### Assignment:
Report back each line of the data that contains the word "twice".

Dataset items
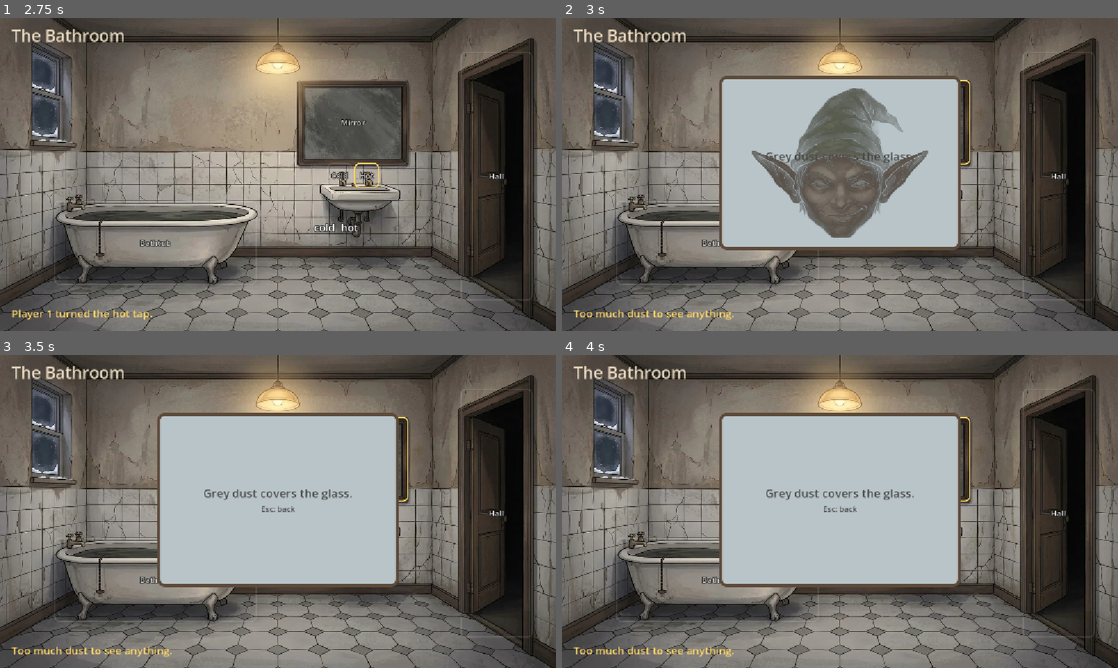
Above: before the commit, frames 1-4 (two rows, left to right).
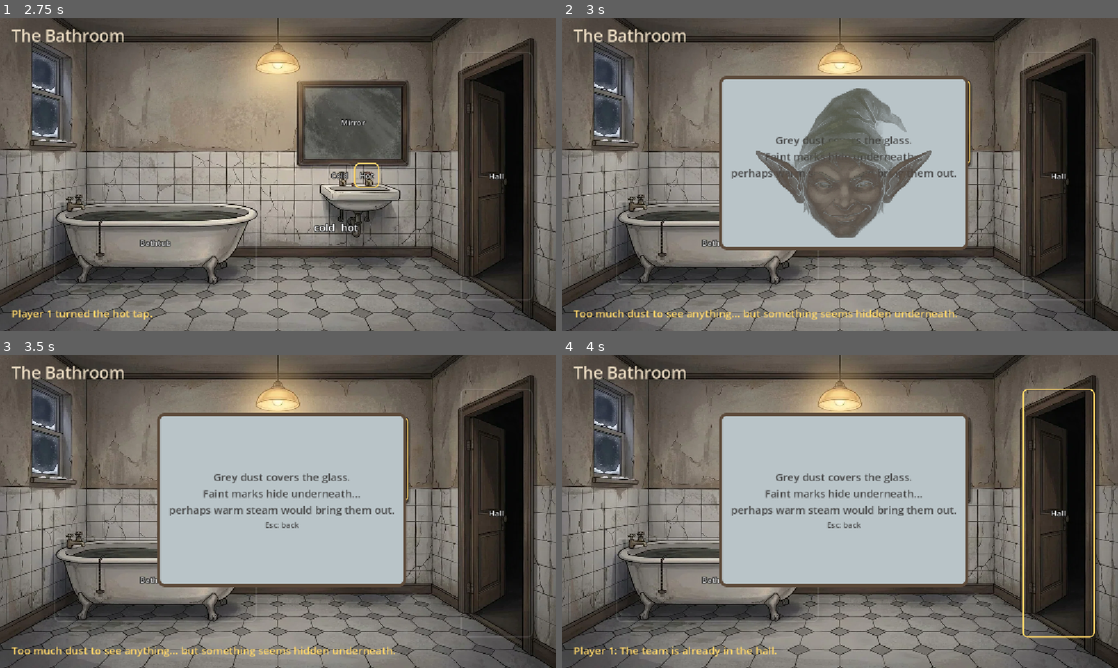
Above: after the commit, the same moments.

Repository: laraglueck/Merry-Scary-Christmas
Game: Godot game, scene res://scenes/bathroom.tscn
The game is run twice, just before and just after one commit, with the same random seed, the same clock (stepped at 60 frames per second) and the same inputs. This scene is started directly instead of the project's main scene.
Inputs (mouse positions are in pixels of both pictures, inside the frame that each line leads up to):
- Up to frame 1 (2.75 s): click "Bathtub" at 0.5 s; click "Cold" at 1.25 s; click "Hot" at 2 s
- Up to frame 2 (3 s): click "Mirror" at 2.75 s
- Up to frame 3 (3.5 s): no input
- Up to frame 4 (4 s): tap Enter (ui_accept) at 3.5, 3.77 s; move the mouse to (962, 495) at 3.52 s; hold Right (ui_right) from 3.53 s (still down); tap Space at 3.6 s; click (962, 495) at 3.67 s

Frame 1 is identical in both runs. In frame 2, 3.7% of the frame differs, in the area x 30-74%, y 18-97%; in frame 3, 2.6%; in frame 4, 3.4%.

Commit message:
Hint that the dusty bathroom mirror hides something
Before the taps are solved, the mirror close-up and the message now say
that faint marks hide under the dust and that warm steam might bring
them out, so players know to come back to it.

Co-Authored-By: Claude Opus 5.5 <noreply@anthropic.com>

Diff:
--- a/godot/scripts/bathroom.gd
+++ b/godot/scripts/bathroom.gd
@@ -204,7 +204,7 @@
 		_play(_scare, "sfx_scare.mp3")
 		get_tree().create_timer(FACE_SECONDS).timeout.connect(func() -> void: _mirror_face.visible = false)
 	if not _bathroom()["solved"]:
-		_message.text = "Too much dust to see anything."
+		_message.text = "Too much dust to see anything... but something seems hidden underneath."
 	_refresh()
 
 
@@ -389,7 +389,8 @@
 	var mirror_content := VBoxContainer.new()
 	mirror_content.alignment = BoxContainer.ALIGNMENT_CENTER
 	_mirror_panel.add_child(mirror_content)
-	_mirror_dust = _label(mirror_content, "Grey dust covers the glass.", 24)
+	# A hint that the mirror will matter later: the steam from the hot water clears it.
+	_mirror_dust = _label(mirror_content, "Grey dust covers the glass.\nFaint marks hide underneath...\nperhaps warm steam would bring them out.", 22)
 	_mirror_dust.name = "MirrorDust"
 	_mirror_dust.horizontal_alignment = HORIZONTAL_ALIGNMENT_CENTER
 	_mirror_dust.add_theme_color_override("font_color", Color("4a4a4a"))
--- a/godot/tests/test_bathroom.gd
+++ b/godot/tests/test_bathroom.gd
@@ -158,6 +158,7 @@
 	assert_eq(is_shown(bathroom, "MirrorPanel"), true, "close-up open")
 	assert_eq(is_shown(bathroom, "MirrorSymbols"), false, "no symbols")
 	assert_contains(text_of(bathroom, "Message"), "dust", "message")
+	assert_contains(text_of(bathroom, "MirrorDust"), "steam", "a hint that the mirror will matter later")
 
 
 func test_mirror_shows_the_symbols_reversed_and_flipped_after_solving() -> void:
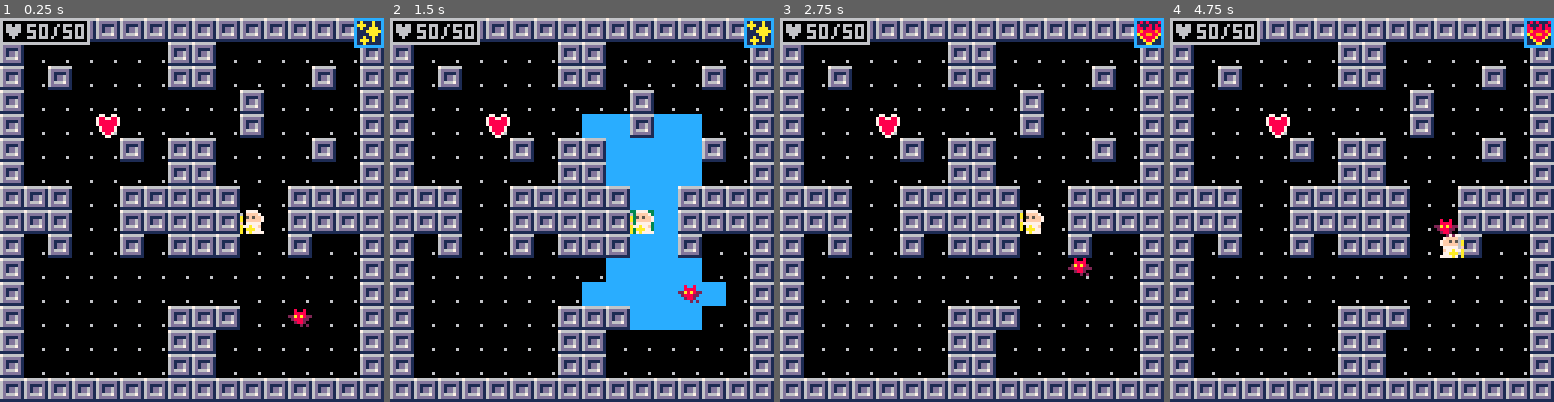
Above: before the commit, frames 1-4 (left to right).
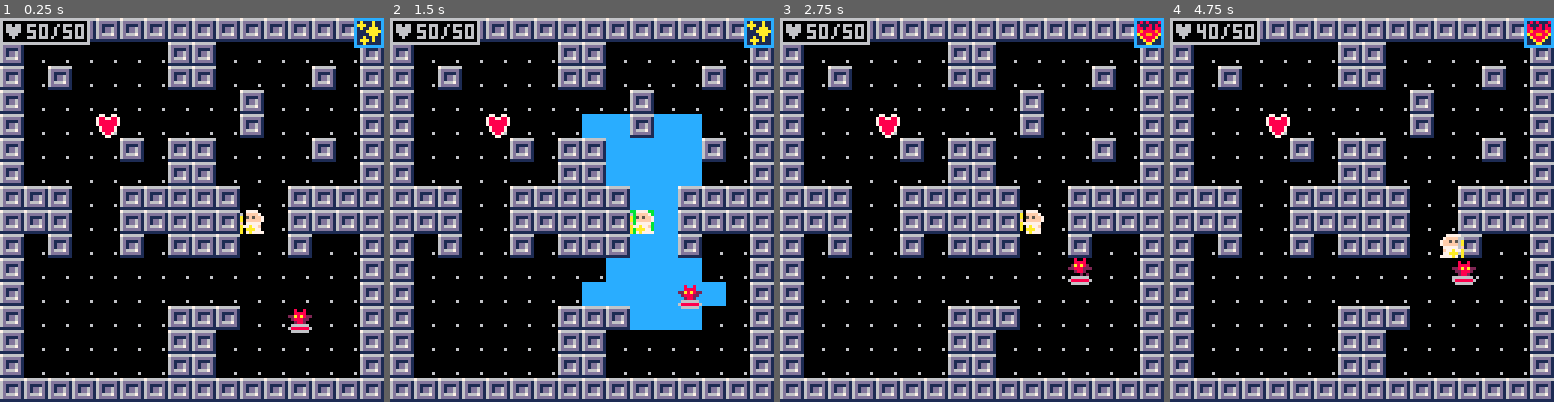
Above: after the commit, the same moments.

Repository: caudilci/pico-wiz
Game: PICO-8 cartridge wiz.p8
The game is run twice, just before and just after one commit, with the same random seed, the same clock (stepped at 60 frames per second) and the same inputs.
Inputs:
- Up to frame 1 (0.25 s): no input
- Up to frame 2 (1.5 s): tap X (X key) at 0.33, 1.07 s; tap O (Z key) at 0.7 s
- Up to frame 3 (2.75 s): hold Right 1.6-2.1 s; tap O (Z key) at 1.7, 2.1, 2.5 s; tap X (X key) at 1.85 s; hold Up 2.15-2.42 s; hold Right from 2.47 s (still down)
- Up to frame 4 (4.75 s): tap O (Z key) every 0.4 s from 2.9 to 4.5 s; tap X (X key) at 2.97, 4.08 s; release Right at 3.03 s; hold Left 3.08-3.58 s; hold Down 3.63-3.97 s; hold Right 4.02-4.68 s; hold Up from 4.73 s (still down)

The runs differ from the first frame. In frame 1, 0.1% of the frame differs, in the area x 75-82%, y 79-83%; in frame 2, 0.2%; in frame 3, 0.1%; in frame 4, 0.5%, in the area x 7-80%, y 1-70%.

Commit message:
health bars and kinda fixed collision

Diff:
--- a/wiz.p8
+++ b/wiz.p8
@@ -51,6 +51,7 @@
 	print(gamestate,8)
 	draw_items()
 	draw_all_mobs()
+	draw_enemy_health()
 	draw_hp(0,0,0,6,6,true)
 	draw_selected_spell()
 	draw_debug()
@@ -197,11 +198,14 @@
  return	sprites[flr(sframe/speed)%#sprites+1]
 end
 
-function detect_collision(x,y,flags)
-	sprite = mget(x,y)
-	for flag in all(flags) do
-		if fget(sprite,flag) then
+function detect_collision(mob)
+	sprite = mget(mob.x,mob.y)
+	if fget(sprite,0) then
 			return true
+	end
+	for m in all(mobs) do
+		if m!=mob and mob.x == m.x and mob.y==m.y then
+			return m
 		end
 	end
 	return false
@@ -548,6 +552,7 @@
 
 	elseif(btnp(4))then
 		add(ani_queue, {player.spells[player.spell_index].ani, target})
+		dmg(player.spells[player.spell_index].dmg)
 		--select spell then standby
 		reset_range()
 		reset_target()
@@ -599,7 +604,7 @@
 			mset(point.x,point.y,6)
 		end
 	end
-	if frame%30<20 then
+	if frame%30<15 then
 		mset(targetp.x, targetp.y, 7)
 	else
 		mset(targetp.x, targetp.y, 5)
@@ -624,6 +629,13 @@
 	end
 end
 
+function dmg(damage, targets)
+	for mob in all(mobs) do
+		if mob != player then
+			mob.hp -= damage
+		end
+	end
+end
 
 
 -->8
@@ -694,14 +706,19 @@
 		mob.ox=-8
 		mob.flip=true
 	end
-	if detect_collision(mob.x,mob.y,walls) then
+	local collide = detect_collision(mob)
+	if collide then
 		mob.collide=true
+		if collide == player then
+			-- substitute mob.meleedmg later
+			player.hp -= 10
+		end
 	end
 end
 
 function move_mob(mob)
 	if (mob.collide
-	and detect_collision(mob.x,mob.y,walls)) then
+	and detect_collision(mob)) then
 		if abs(mob.ox) == 4 then
 		 local sign = sgn(mob.ox)
 			mob.x += (1*sign)
@@ -753,18 +770,30 @@
 end
 
 function update_enemies()
-	update_enemy_pos()
-end
-
-function update_enemy_pos()
+	for mob in all(mobs) do
+		if mob.hp <= 0 then
+			del(mobs,mob)
+		else
+			update_enemy_pos(mob)
+		end
+	end
+end
+
+function update_enemy_pos(mob)
+	if mob != player then
+		local x,y = getcloser(mob.x,mob.y, player.x,player.y)
+		update_mob_pos(mob, x, y)
+	end
+end
+
+function draw_enemy_health()
 	for mob in all(mobs) do
 		if mob != player then
-			local x,y = getcloser(mob.x,mob.y, player.x,player.y)
-			update_mob_pos(mob, x, y)
-		end
-	end
-end
-
+			spr(176,mob.x*8+mob.ox,mob.y*8+1+mob.oy)
+			line(mob.x*8+1+mob.ox,mob.y*8+7+mob.oy, mob.x*8+(mob.hp/mob.maxhp)*6+mob.ox, mob.y*8+7+mob.oy)
+		end
+	end
+end
 
 -->8
 --map gen
@@ -784,6 +813,7 @@
 				radius=0.5,
 				mtype="heal",
 				range=4,
+				dmg=0
 			},
 			--different heal levels that cause enemy status effects
 			--different shield levels
@@ -797,7 +827,8 @@
 				spelltype= spelltypes[2],
 				ani={160,161,162,163},
 				range=6,
-				radius=1
+				radius=1,
+				dmg=8
 			},
 			{
 				name="fire fan",
@@ -811,6 +842,7 @@
 				radius=30,
 				mtype="heal",
 				range=4,
+				dmg=5
 			},
 		}
 end
@@ -908,9 +940,9 @@
 00000000000000000000000000000000000000000000000000000000000000000000000000000000000000000000000000000000000000000000000000000000
 00000000000000000000000000000000000000000000000000000000000000000000000000000000000000000000000000000000000000000000000000000000
 00000000000000000000000000000000000000000000000000000000000000000000000000000000000000000000000000000000000000000000000000000000
-00000000000000000000000000000000000000000000000000000000000000000000000000000000000000000000000000000000000000000000000000000000
-00000000000000000000000000000000000000000000000000000000000000000000000000000000000000000000000000000000000000000000000000000000
-00000000000000000000000000000000000000000000000000000000000000000000000000000000000000000000000000000000000000000000000000000000
+06666660000000000000000000000000000000000000000000000000000000000000000000000000000000000000000000000000000000000000000000000000
+60000006000000000000000000000000000000000000000000000000000000000000000000000000000000000000000000000000000000000000000000000000
+06666660000000000000000000000000000000000000000000000000000000000000000000000000000000000000000000000000000000000000000000000000
 00800800000000000000000000000000000000000000000000000000000000000000000000000000000000000000000000000000000000000000000000000000
 00888800008008000000000000000000000000000000000000000000000000000000000000000000000000000000000000000000000000000000000000000000
 02a8a820008888000000000000000000000000000000000000000000000000000000000000000000000000000000000000000000000000000000000000000000

### Answer area:
The game is run twice, just before and just after one commit, with the same random seed, the same clock (stepped at 60 frames per second) and the same inputs. This scene is started directly instead of the project's main scene.
The game is run twice, just before and just after one commit, with the same random seed, the same clock (stepped at 60 frames per second) and the same inputs.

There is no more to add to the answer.